Directions for this task:
Exactly as written, please set down all of the entries again, with no pictures.

Source data:

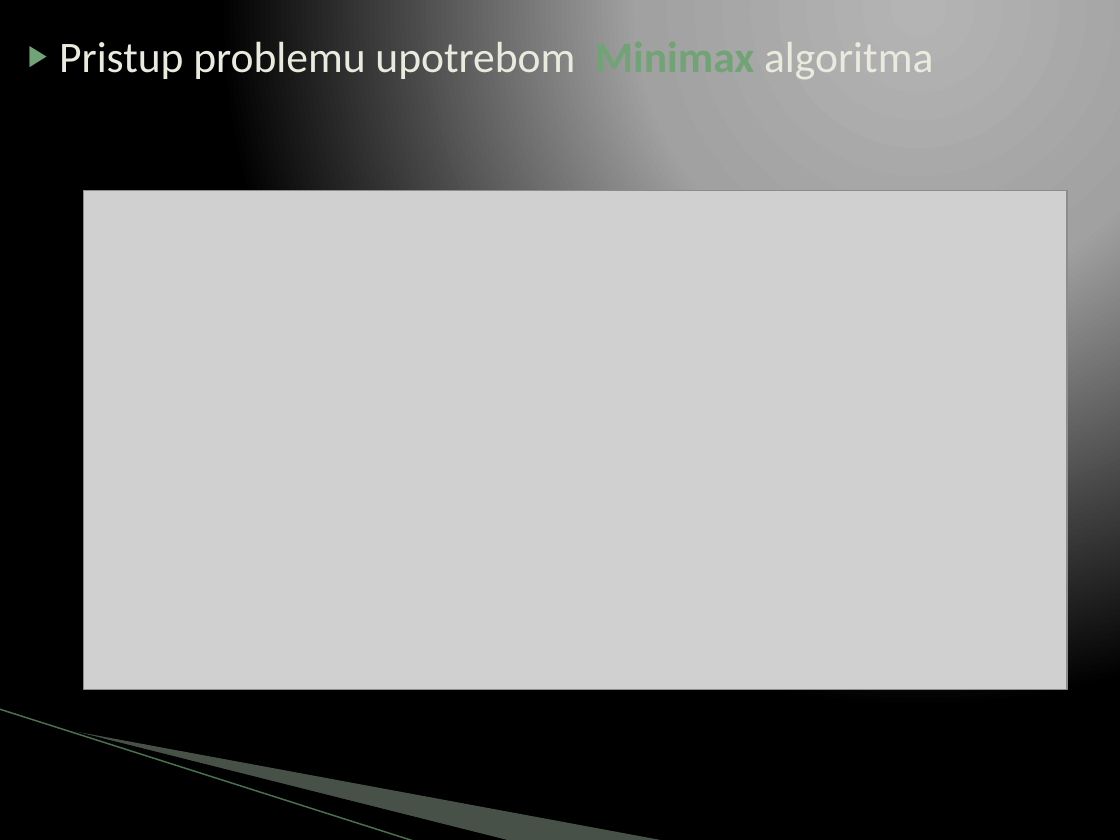
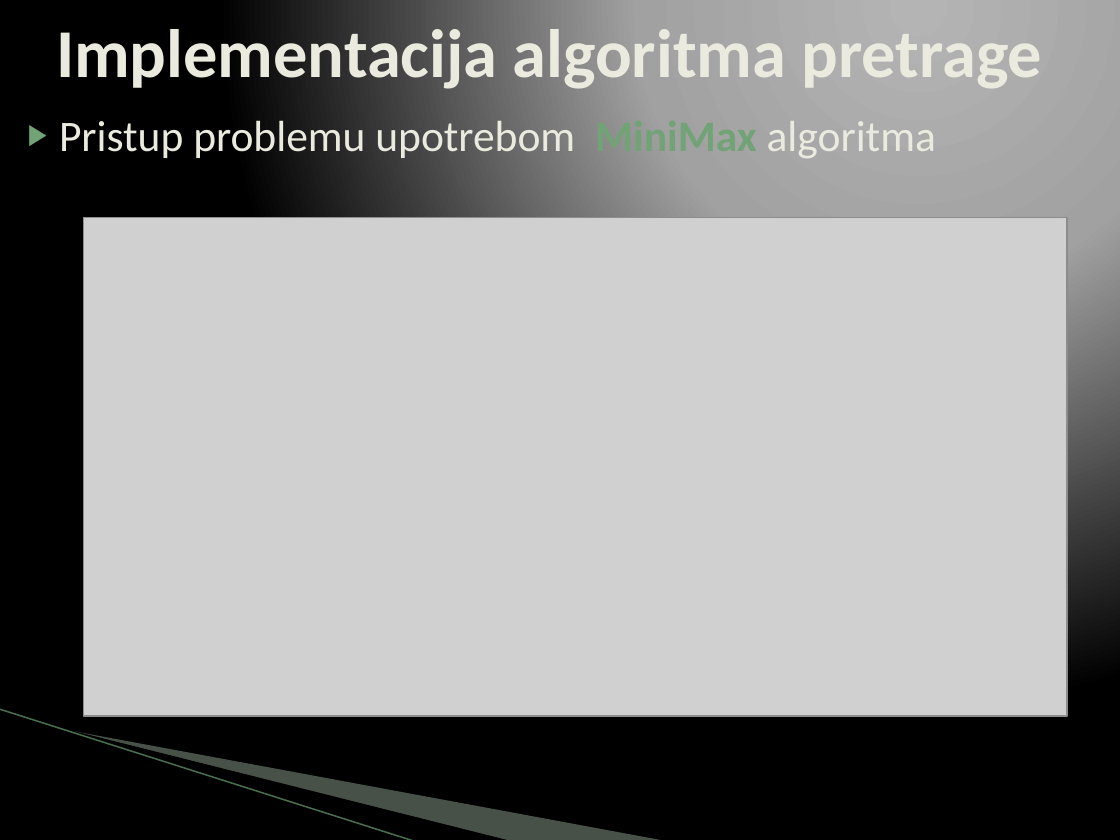
Before and after one commit to boimw/checkers, a slide deck: slide 8 of Projekat-Checkers.pptx (slide 5 before the commit). Drawn at 1120x840 pixels with LibreOffice and Linux fonts; fonts in the diff are those of the drawing; grey boxes stand for pictures; background and template pictures are left out. Boxes give left, top, right and bottom in pixels: in the first picture for what was removed or moved away, otherwise in the second. Text is boxed around its words. In the diff, an @@ line names an element or a change of style, - is before the commit and + after.

```diff
--- a/Projekat-Checkers.pptx
+++ b/Projekat-Checkers.pptx
@@ title added at bbox=[56, 20, 1043, 93], 44 pt, text #EAEBDE, bold @@
+Implementacija algoritma pretrage
@@ text at bbox=[59, 110, 936, 163]: text changed @@
-▶ Pristup problemu upotrebom Minimax algoritma
+▶ Pristup problemu upotrebom MiniMax algoritma
@@ picture: place and size @@
-picture at bbox=[84, 190, 1067, 690]
+picture at bbox=[84, 217, 1067, 717]
```
Also in this commit, not shown: 7 other slides changed, 12 slides added, 3 slides removed, 15 other files.

Exercise output:
Before and after one commit to boimw/checkers, a slide deck: slide 8 of Projekat-Checkers.pptx (slide 5 before the commit). Drawn at 1120x840 pixels with LibreOffice and Linux fonts; fonts in the diff are those of the drawing; grey boxes stand for pictures; background and template pictures are left out. Boxes give left, top, right and bottom in pixels: in the first picture for what was removed or moved away, otherwise in the second. Text is boxed around its words. In the diff, an @@ line names an element or a change of style, - is before the commit and + after.

```diff
--- a/Projekat-Checkers.pptx
+++ b/Projekat-Checkers.pptx
@@ title added at bbox=[56, 20, 1043, 93], 44 pt, text #EAEBDE, bold @@
+Implementacija algoritma pretrage
@@ text at bbox=[59, 110, 936, 163]: text changed @@
-▶ Pristup problemu upotrebom Minimax algoritma
+▶ Pristup problemu upotrebom MiniMax algoritma
@@ picture: place and size @@
-picture at bbox=[84, 190, 1067, 690]
+picture at bbox=[84, 217, 1067, 717]
```
Also in this commit, not shown: 7 other slides changed, 12 slides added, 3 slides removed, 15 other files.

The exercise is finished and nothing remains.